### Exercise instructions
Return exactly the final stretch of the records below, opening with the line that contains "wall_foot_angle = math.atan2(axis_z" and closing with the last line.
(Beginning of Extracted entries)
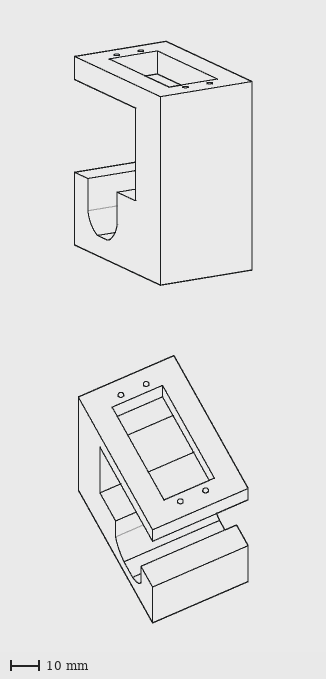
import cadquery as cq
import math

LENGTH = 60.0
WIDTH = 38.0
HEIGHT = 70.0

ARM_THICKNESS = 8.6
BASE_HEIGHT = 27.0
COLUMN_FACE_X = 42.5

CHANNEL_CENTER_X = 19.6
CHANNEL_WIDTH = 20.45
CHANNEL_RADIUS = 10.5
FLOOR_WIDTH = 7.0
FLOOR_Z = 7.55

WINDOW_LENGTH = 41.85
WINDOW_WIDTH = 20.0
HOLE_DIAMETER = 2.0
HOLE_SPACING_X = 48.0
HOLE_SPACING_Y = 10.0


def make_body():
    """C-shaped block, open towards -X."""
    arm_underside_z = HEIGHT - ARM_THICKNESS
    gap_height = arm_underside_z - BASE_HEIGHT
    block = cq.Workplane("XY").box(LENGTH, WIDTH, HEIGHT, centered=False)
    gap = (
        cq.Workplane("XY", origin=(0, 0, BASE_HEIGHT))
        .box(COLUMN_FACE_X, WIDTH, gap_height, centered=False)
    )
    return block.cut(gap)


def make_channel():
    """Channel volume: upright walls, then arcs about one axis down to the flat floor."""
    half_width = CHANNEL_WIDTH / 2
    half_floor = FLOOR_WIDTH / 2
    axis_z = FLOOR_Z + math.sqrt(CHANNEL_RADIUS**2 - half_floor**2)
    wall_foot_z = axis_z - math.sqrt(CHANNEL_RADIUS**2 - half_width**2)

    wall_foot_angle = math.atan2(axis_z - wall_foot_z, half_width)
    floor_edge_angle = math.atan2(axis_z - FLOOR_Z, half_floor)
    middle_angle = (wall_foot_angle + floor_edge_angle) / 2
    arc_middle_x = CHANNEL_RADIUS * math.cos(middle_angle)
    arc_middle_z = axis_z - CHANNEL_RADIUS * math.sin(middle_angle)

    return (
        cq.Workplane("XZ", origin=(CHANNEL_CENTER_X, 0, 0))
        .moveTo(-half_width, BASE_HEIGHT)
        .lineTo(-half_width, wall_foot_z)
        .threePointArc((-arc_middle_x, arc_middle_z), (-half_floor, FLOOR_Z))
        .lineTo(half_floor, FLOOR_Z)
        .threePointArc((arc_middle_x, arc_middle_z), (half_width, wall_foot_z))
        .lineTo(half_width, BASE_HEIGHT)
        .close()
        .extrude(-WIDTH)
    )


def make_top_openings():
    """Window and four holes, all as deep as the arm is thick."""
    top_center = cq.Workplane("XY", origin=(LENGTH / 2, WIDTH / 2, HEIGHT))
    window = top_center.rect(WINDOW_LENGTH, WINDOW_WIDTH).extrude(-ARM_THICKNESS)
    holes = (
        top_center.rect(HOLE_SPACING_X, HOLE_SPACING_Y, forConstruction=True)
        .vertices()
        .circle(HOLE_DIAMETER / 2)
        .extrude(-ARM_THICKNESS)
    )
    return window.add(holes).combine()


result = make_body().cut(make_channel()).cut(make_top_openings())
(End of Extracted entries)
### Solved exercise
    wall_foot_angle = math.atan2(axis_z - wall_foot_z, half_width)
    floor_edge_angle = math.atan2(axis_z - FLOOR_Z, half_floor)
    middle_angle = (wall_foot_angle + floor_edge_angle) / 2
    arc_middle_x = CHANNEL_RADIUS * math.cos(middle_angle)
    arc_middle_z = axis_z - CHANNEL_RADIUS * math.sin(middle_angle)

    return (
        cq.Workplane("XZ", origin=(CHANNEL_CENTER_X, 0, 0))
        .moveTo(-half_width, BASE_HEIGHT)
        .lineTo(-half_width, wall_foot_z)
        .threePointArc((-arc_middle_x, arc_middle_z), (-half_floor, FLOOR_Z))
        .lineTo(half_floor, FLOOR_Z)
        .threePointArc((arc_middle_x, arc_middle_z), (half_width, wall_foot_z))
        .lineTo(half_width, BASE_HEIGHT)
        .close()
        .extrude(-WIDTH)
    )


def make_top_openings():
    """Window and four holes, all as deep as the arm is thick."""
    top_center = cq.Workplane("XY", origin=(LENGTH / 2, WIDTH / 2, HEIGHT))
    window = top_center.rect(WINDOW_LENGTH, WINDOW_WIDTH).extrude(-ARM_THICKNESS)
    holes = (
        top_center.rect(HOLE_SPACING_X, HOLE_SPACING_Y, forConstruction=True)
        .vertices()
        .circle(HOLE_DIAMETER / 2)
        .extrude(-ARM_THICKNESS)
    )
    return window.add(holes).combine()


result = make_body().cut(make_channel()).cut(make_top_openings())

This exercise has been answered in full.